- Interactive map of Emerald Resort & Casino
- Location: Vanderbijlpark, Emfuleni, South Africa; 777 Frikkie Meyer Blvd, Vanderbijlpark, 1900, South Africa; 26°44′34″S 27°51′28″E﻿ / ﻿26.74274°S 27.85771°E;
- Opened: 1997; 29 years ago
- Owner: Tsogo Sun (55%)
- Website: www.emeraldcasino.co.za

= Emerald Resort & Casino =

South African hotel and casino

Emerald Resort & Casino is a hotel and casino located at a private estate on the banks of the Vaal River in Vanderbijlpark, South Africa. The casino opened in 1997.

==Ownership==

The Emerald Resort & Casino was majority-owned by London Clubs International, a London-based casino operator that in 2006 became a division of Harrah's Entertainment (later Caesars Entertainment). In May 2019, Caesars announced the sale of their 70% interest (the remaining 30% stake is owned by local minority partners) to Peermont Hotels, a Johannesburg-based hospitality and entertainment company.

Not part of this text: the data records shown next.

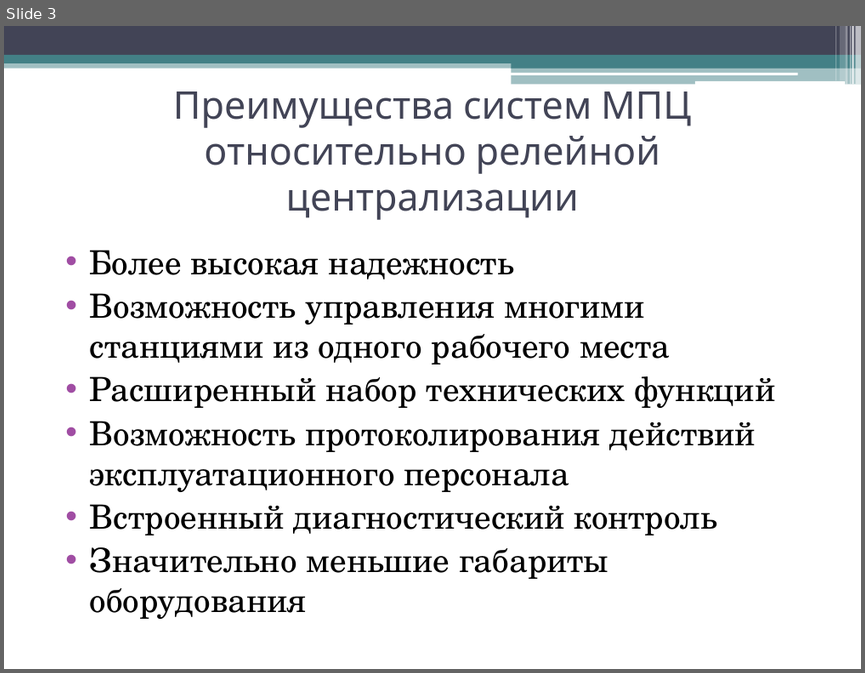
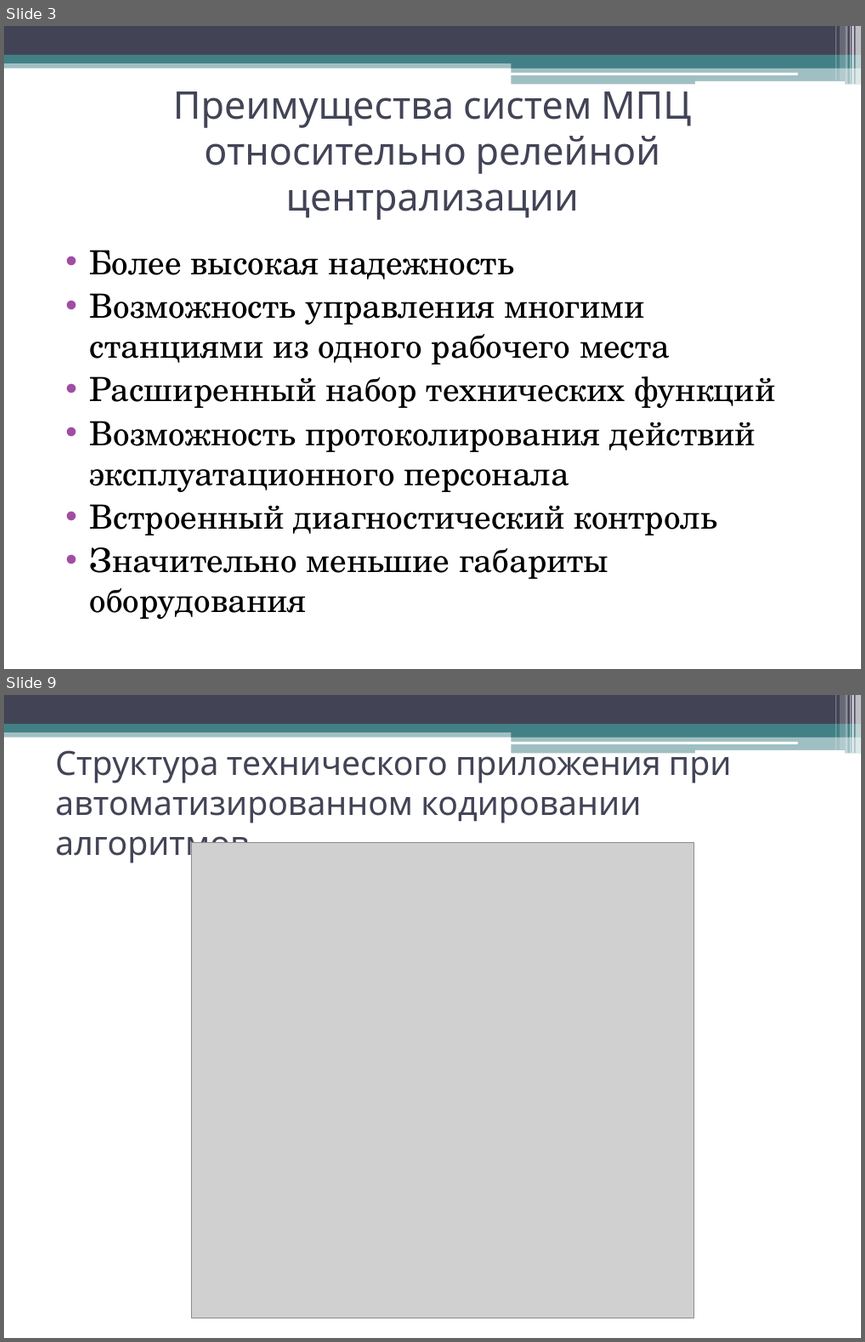
Before and after one commit to Filatoff73/Diplom, a slide deck: Диплом мой/Презентация/Presentation_Filatov_RK6-123.pptx. Shown one above the other, each under a label of ours: slide 3 before the commit, slides 3 and 9 after it; the slides between them are not shown. The pictures are 865x673 and 865x1342 pixels, drawn with LibreOffice and Linux fonts; fonts in the diff are those of the drawing; grey boxes stand for pictures. Boxes give left, top, right and bottom in pixels: in the first picture for what was removed or moved away, otherwise in the second. Text is boxed around its words. In the diff, an @@ line names an element or a change of style, - is before the commit and + after.

```diff
--- a/Диплом мой/Презентация/Presentation_Filatov_RK6-123.pptx
+++ b/Диплом мой/Презентация/Presentation_Filatov_RK6-123.pptx
@@ slide 9 added at [4, 695, 861, 1338], background #FFFFFF; not listed: 13 template elements that a slide beside it also shows @@
@@ title added at [55, 744, 732, 864], 28 pt, text #424456 @@
+Структура технического приложения при автоматизированном кодировании алгоритмов
@@ picture added at [192, 842, 693, 1318] @@
```
Also in this commit, not shown: 4 slides changed, 7 other slides added.

The deal was initially expected to close in the third quarter of 2019, but it was never completed. In July 2021, Caesars sold the entire London Clubs chain to Metropolitan Gaming. In 2022, Metropolitan Gaming sold its stake in the Emerald Resort and Casino to a group led by Tsogo Sun and Keystone Investments.

==Events==

Emerald regularly hosts boxing matches as well as the South African Heavyweight Championship. On February 23, 2018, reigning heavyweight champion Osborne 'Big Daddy' Machimana was defeated by knockout in the 6th round by Ruann 'Giant King' Visser. The casino also hosted the first World Series of Poker Africa in 2010.

==Gaming==
The casino offers over 430 slot machines and 22 gaming tables including baccarat, five blackjack tables, nine roulette wheels and two poker tables in the smoking and non smoking sections. It also has a computer gaming area for kids.